We could code BMI for under, healthy, over, and obese and then run a table as we did for men and women. Or we can just select (subset) those who are underweight (which is what I did). Then we need to compute the proportion of underweight people in the sample. That gives us the probability of drawing an underweight person at random.
under <- BodyMassIndex[BodyMassIndex<18.5] # subset the data for those underweight
describe(under) # use this to find the number 18; we already know there are 200 people total.
## vars n mean sd median trimmed mad min max range skew kurtosis
## X1 1 18 17.75 0.63 17.88 17.82 0.41 15.82 18.47 2.65 -1.59 2.29
## se
## X1 0.15
p.sample <- 18/200 # find the proportion.
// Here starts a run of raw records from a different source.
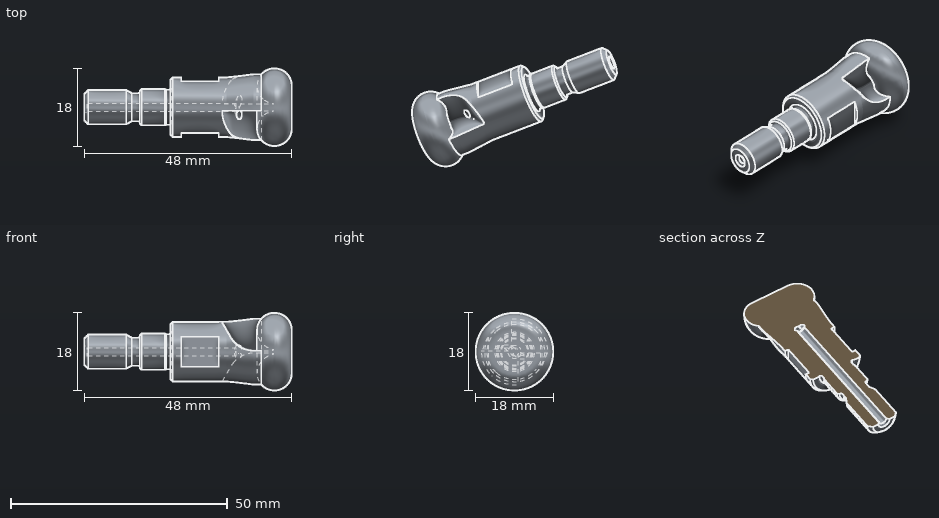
import cadquery as cq
import math

length = 48.0
knob_radius = 9.0
knob_rim_radius = 4.05

tip_radius = 4.0
tip_chamfer = 0.95
tip_end = 9.7
neck_radius = 3.25
neck_start = 11.05
collar_start = 12.85
collar_radius = 4.2
collar_chamfer = 0.45
neck_fillet = 0.3
relief_start = 18.6
relief_radius = 4.1
relief_taper = 0.4

body_start = 19.95
body_radius = 6.9
body_chamfer = 0.55
undercut_depth = 0.2
undercut_fillet = 0.5
undercut_outer_radius = 5.2
flare_start = 32.85
flare_end = 39.1
flare_radius = 7.65

flat_start = 22.45
flat_end = 31.05
flat_distance = 6.0

notch_floor = 0.25
notch_wall = 0.75
notch_arc_radius = 6.0
notch_slope = math.radians(60)
notch_fillet = 0.45

bore_radius = 0.95
bore_mouth_radius = 1.55
bore_end = 35.05
side_hole_radius = 0.7
side_hole_exit_x = 35.85
side_hole_exit_y = -1.75
side_hole_exit_z = 1.25

knob_center_x = length - knob_rim_radius
knob_face_radius = knob_radius - knob_rim_radius
knob_start = knob_center_x - knob_rim_radius


def make_shaft_and_body():
    undercut_x = body_start + undercut_depth
    undercut_mid_x = undercut_x - undercut_fillet * (1 - math.sin(math.pi / 4))
    undercut_mid_radius = relief_radius + undercut_fillet * (1 - math.cos(math.pi / 4))
    neck_mid_x = collar_start - neck_fillet * (1 - math.sin(math.pi / 4))
    neck_mid_radius = neck_radius + neck_fillet * (1 - math.cos(math.pi / 4))
    profile = (
        cq.Workplane("XY")
        .moveTo(0, 0)
        .lineTo(0, tip_radius - tip_chamfer)
        .lineTo(tip_chamfer, tip_radius)
        .lineTo(tip_end, tip_radius)
        .lineTo(neck_start, neck_radius)
        .lineTo(collar_start - neck_fillet, neck_radius)
        .threePointArc((neck_mid_x, neck_mid_radius), (collar_start, neck_radius + neck_fillet))
        .lineTo(collar_start, collar_radius - collar_chamfer)
        .lineTo(collar_start + collar_chamfer, collar_radius)
        .lineTo(relief_start, collar_radius)
        .lineTo(relief_start + relief_taper, relief_radius)
        .lineTo(undercut_x - undercut_fillet, relief_radius)
        .threePointArc((undercut_mid_x, undercut_mid_radius), (undercut_x, relief_radius + undercut_fillet))
        .lineTo(body_start, undercut_outer_radius)
        .lineTo(body_start, body_radius - body_chamfer)
        .lineTo(body_start + body_chamfer, body_radius)
        .lineTo(flare_start, body_radius)
        .lineTo(flare_end, flare_radius)
        .lineTo(knob_center_x, flare_radius)
        .lineTo(knob_center_x, 0)
        .close()
    )
    return profile.revolve(360, (0, 0, 0), (1, 0, 0))


def make_knob():
    """Disc with a round rim; its inner side is a ring that curves away towards the axis."""
    rim_mid_x = knob_center_x + knob_rim_radius * math.cos(math.pi / 4)
    rim_mid_radius = knob_face_radius + knob_rim_radius * math.sin(math.pi / 4)
    profile = (
        cq.Workplane("XY")
        .moveTo(knob_center_x, 0)
        .lineTo(knob_center_x, knob_face_radius - knob_rim_radius)
        .threePointArc((knob_start, knob_face_radius), (knob_center_x, knob_radius))
        .threePointArc((rim_mid_x, rim_mid_radius), (length, knob_face_radius))
        .lineTo(length, 0)
        .close()
    )
    return profile.revolve(360, (0, 0, 0), (1, 0, 0))


def make_flat(side):
    flat_length = flat_end - flat_start
    return (
        cq.Workplane("XY")
        .box(flat_length, body_radius, 2 * body_radius, centered=(False, True, True))
        .translate((flat_start, side * (flat_distance + body_radius / 2), 0))
    )


def make_notch():
    """Quarter cut on the -Y, +Z side: a sloping floor that curves out level beside the knob."""
    arc_center_z = notch_floor + notch_arc_radius

    def arc_point(angle):
        x = flare_end - notch_arc_radius * math.sin(angle)
        z = arc_center_z - notch_arc_radius * math.cos(angle)
        return (x, z)

    slope_x, slope_z = arc_point(notch_slope)
    top_x = slope_x - (knob_radius - slope_z) / math.tan(notch_slope)
    cutter = (
        cq.Workplane("XZ", origin=(0, -notch_wall, 0))
        .moveTo(top_x, knob_radius)
        .lineTo(slope_x, slope_z)
        .threePointArc(arc_point(notch_slope / 2), (flare_end, notch_floor))
        .lineTo(knob_center_x, notch_floor)
        .lineTo(knob_center_x, knob_radius)
        .close()
        .extrude(knob_radius)
    )
    arc_x, arc_z = arc_point(notch_slope / 2)
    arc_point_on_wall = (arc_x, -notch_wall, arc_z)
    cutter = cutter.edges(cq.selectors.NearestToPointSelector(arc_point_on_wall)).fillet(notch_fillet)
    return cutter


def make_bore():
    mouth_depth = bore_mouth_radius - bore_radius
    profile = (
        cq.Workplane("XY")
        .moveTo(0, 0)
        .lineTo(0, bore_mouth_radius)
        .lineTo(mouth_depth, bore_radius)
        .lineTo(bore_end, bore_radius)
        .lineTo(bore_end, 0)
        .close()
    )
    return profile.revolve(360, (0, 0, 0), (1, 0, 0))


def make_side_hole():
    """Slanted hole from the end of the bore up through the notch floor."""
    direction = cq.Vector(side_hole_exit_x - bore_end, side_hole_exit_y, side_hole_exit_z)
    return cq.Workplane(
        cq.Solid.makeCylinder(
            side_hole_radius, 2 * direction.Length, cq.Vector(bore_end, 0, 0), direction
        )
    )


result = make_shaft_and_body()
for side in (-1, 1):
    result = result.cut(make_flat(side))

notch = make_notch()
for turn in (0, 180):
    result = result.cut(notch.rotate((0, 0, 0), (1, 0, 0), turn))

result = result.union(make_knob())
result = result.cut(make_bore())
side_hole = make_side_hole()
for turn in (0, 180):
    result = result.cut(side_hole.rotate((0, 0, 0), (1, 0, 0), turn))

p.sample # print the proportion
## [1] 0.09
The probability of drawing someone who is underweight at random from this sample is .09.
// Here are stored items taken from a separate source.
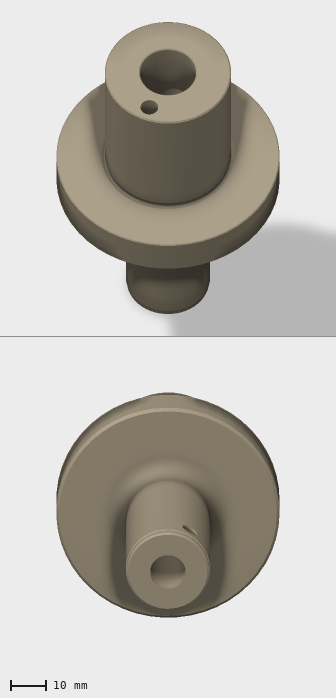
import cadquery as cq
import math

total_height = 100.5
plug_height = 2.1
collar_length = 40.0
flange_thickness = 12.0
flange_top = total_height - collar_length
flange_bottom = flange_top - flange_thickness

collar_radius = 36.0 / 2
flange_radius = 63.5 / 2
shank_radius = 24.0 / 2

small_chamfer = 0.3
plug_radius = shank_radius - small_chamfer
collar_top_chamfer = 0.4
flange_lower_chamfer = 0.8
shank_fillet_radius = 5.0
plug_chamfer = 0.5

undercut_height = 1.5
undercut_depth = 0.3
undercut_taper_height = 1.1
undercut_outer_radius = 19.0
undercut_run_out = 0.7
undercut_corner_radius = 0.5

drill_point_angle = 120.0

socket_radius = 16.0 / 2
socket_depth = 50.2
passage_radius = 10.0 / 2
socket_chamfer = 0.3

face_hole_radius = 5.0 / 2
face_hole_offset = 13.6
face_hole_depth = 10.0

collar_screw_radius = 11.8 / 2
collar_screw_z = 76.3
shank_screw_radius = 5.0 / 2
shank_screw_z = 6.7


def cone_height(radius_change):
    """Axial length of a drill cone over the given change of radius."""
    return radius_change / math.tan(math.radians(drill_point_angle / 2))


def arc_offset(radius):
    """Distance from either tangent edge to the middle of a quarter-round arc."""
    return radius * (1 - math.sqrt(0.5))


def revolve_about_z(profile):
    """Turn a closed (radius, z) outline drawn on XZ about the Z axis."""
    return profile.close().revolve(360, (0, 0, 0), (0, 1, 0))


def make_outside():
    """Solid turned shape: shank, flange, undercut and collar."""
    undercut_radius = collar_radius - undercut_depth
    undercut_floor = flange_top - undercut_depth
    undercut_top = flange_top + undercut_height
    fillet_offset = arc_offset(shank_fillet_radius)
    corner_offset = arc_offset(undercut_corner_radius)
    profile = (
        cq.Workplane("XZ")
        .moveTo(0, plug_height)
        .lineTo(shank_radius - small_chamfer, plug_height)
        .lineTo(shank_radius, plug_height + small_chamfer)
        .lineTo(shank_radius, flange_bottom - shank_fillet_radius)
        .threePointArc(
            (shank_radius + fillet_offset, flange_bottom - fillet_offset),
            (shank_radius + shank_fillet_radius, flange_bottom),
        )
        .lineTo(flange_radius - flange_lower_chamfer, flange_bottom)
        .lineTo(flange_radius, flange_bottom + flange_lower_chamfer)
        .lineTo(flange_radius, flange_top - small_chamfer)
        .lineTo(flange_radius - small_chamfer, flange_top)
        .lineTo(undercut_outer_radius, flange_top)
        .lineTo(undercut_outer_radius - undercut_run_out, undercut_floor)
        .lineTo(undercut_radius + undercut_corner_radius, undercut_floor)
        .threePointArc(
            (undercut_radius + corner_offset, undercut_floor + corner_offset),
            (undercut_radius, undercut_floor + undercut_corner_radius),
        )
        .lineTo(undercut_radius, undercut_top - undercut_taper_height)
        .lineTo(collar_radius, undercut_top)
        .lineTo(collar_radius, total_height - collar_top_chamfer)
        .lineTo(collar_radius - collar_top_chamfer, total_height)
        .lineTo(0, total_height)
    )
    return revolve_about_z(profile)


def make_bore():
    """Cutter for the socket, its conical step and the passage below."""
    cone_top = total_height - socket_depth
    cone_bottom = cone_top - cone_height(socket_radius - passage_radius)
    profile = (
        cq.Workplane("XZ")
        .lineTo(passage_radius, 0)
        .lineTo(passage_radius, cone_bottom)
        .lineTo(socket_radius, cone_top)
        .lineTo(socket_radius, total_height - socket_chamfer)
        .lineTo(socket_radius + socket_chamfer, total_height)
        .lineTo(0, total_height)
    )
    return revolve_about_z(profile)


def make_face_hole():
    """Cutter for the blind hole with a drill point in the collar's top face."""
    hole_bottom = total_height - face_hole_depth
    drill_tip = hole_bottom - cone_height(face_hole_radius)
    profile = (
        cq.Workplane("XZ")
        .moveTo(0, drill_tip)
        .lineTo(face_hole_radius, hole_bottom)
        .lineTo(face_hole_radius, total_height)
        .lineTo(0, total_height)
    )
    return revolve_about_z(profile).translate((0, -face_hole_offset, 0))


def make_screw_hole(radius, z):
    """Cutter running from the axis out through the +Y side."""
    return cq.Workplane("XZ", origin=(0, 0, z)).circle(radius).extrude(-flange_radius)


def make_holder():
    """Flanged holder with its bore, blind face hole and two screw holes."""
    holder = make_outside().cut(make_bore()).cut(make_face_hole())
    for radius, z in ((collar_screw_radius, collar_screw_z), (shank_screw_radius, shank_screw_z)):
        holder = holder.cut(make_screw_hole(radius, z))
    return holder


def make_end_plug():
    """Ring closing the lower end of the shank around the passage."""
    ring = cq.Workplane("XY").circle(plug_radius).extrude(plug_height)
    return ring.faces("<Z").chamfer(plug_chamfer).cut(make_bore())


holder = make_holder()
end_plug = make_end_plug()

result = cq.Compound.makeCompound([holder.val(), end_plug.val()])

describe(BodyMassIndex) # to find the mean and SD of the sample
## vars n mean sd median trimmed mad min max range skew kurtosis
## X1 1 200 22.25 3 21.8 22.07 2.54 15.82 36.73 20.91 0.92 1.94
## se
## X1 0.21
z.pop <- (18.5-22.25)/3 # to find z
z.pop # print z
## [1] -1.25
p.pop <- pnorm(z.pop) # to find the probability
p.pop # print the probability
## [1] 0.1056498
The probability of drawing someone underweight at random from a normally distributed population with mean = 22.25 and SD = 3 is .11. This is pretty close to our observed sample (p = .09).
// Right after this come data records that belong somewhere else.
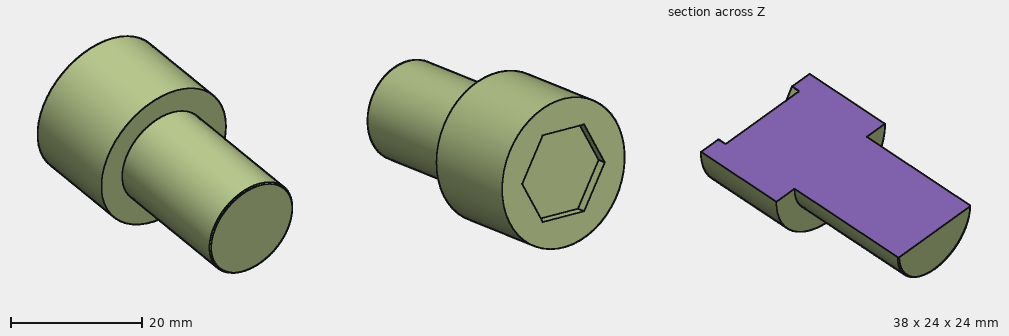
import cadquery as cq
import math

shank_diameter = 16.0
head_diameter = 24.0
head_height = 16.0
total_length = 38.0
tip_chamfer = 0.2
socket_across_flats = 14.0
socket_depth = 1.5
socket_sides = 6

shank_length = total_length - head_height
socket_across_corners = socket_across_flats / math.cos(math.pi / socket_sides)


def make_head():
    """Cylindrical head along X, with its outer face at X = 0."""
    return cq.Workplane("YZ").circle(head_diameter / 2).extrude(head_height)


def make_shank():
    """Plain shank running from the head in +X, chamfered at its tip."""
    return (
        cq.Workplane("YZ", origin=(head_height, 0, 0))
        .circle(shank_diameter / 2)
        .extrude(shank_length)
        .faces(">X")
        .edges()
        .chamfer(tip_chamfer)
    )


def make_socket():
    """Hexagonal drive socket, with two corners on the Y axis."""
    return cq.Workplane("YZ").polygon(socket_sides, socket_across_corners).extrude(socket_depth)


result = make_head().union(make_shank()).cut(make_socket())

We could compute the difference between reported and actual weight for each person and then see whether there was a larger mean difference (or mean of absolute differences) for men or women. (That would be an independent samples t-test.) Or we could create a scatterplot where each person was represented by a point for Y = reported and X = measured values. We could see the relations between actual and reported for each, and whether the relations between the two were similar for both males and females. (That would be analysis of covariance.) You will see how to compute and interpret such statistical tests later in the course.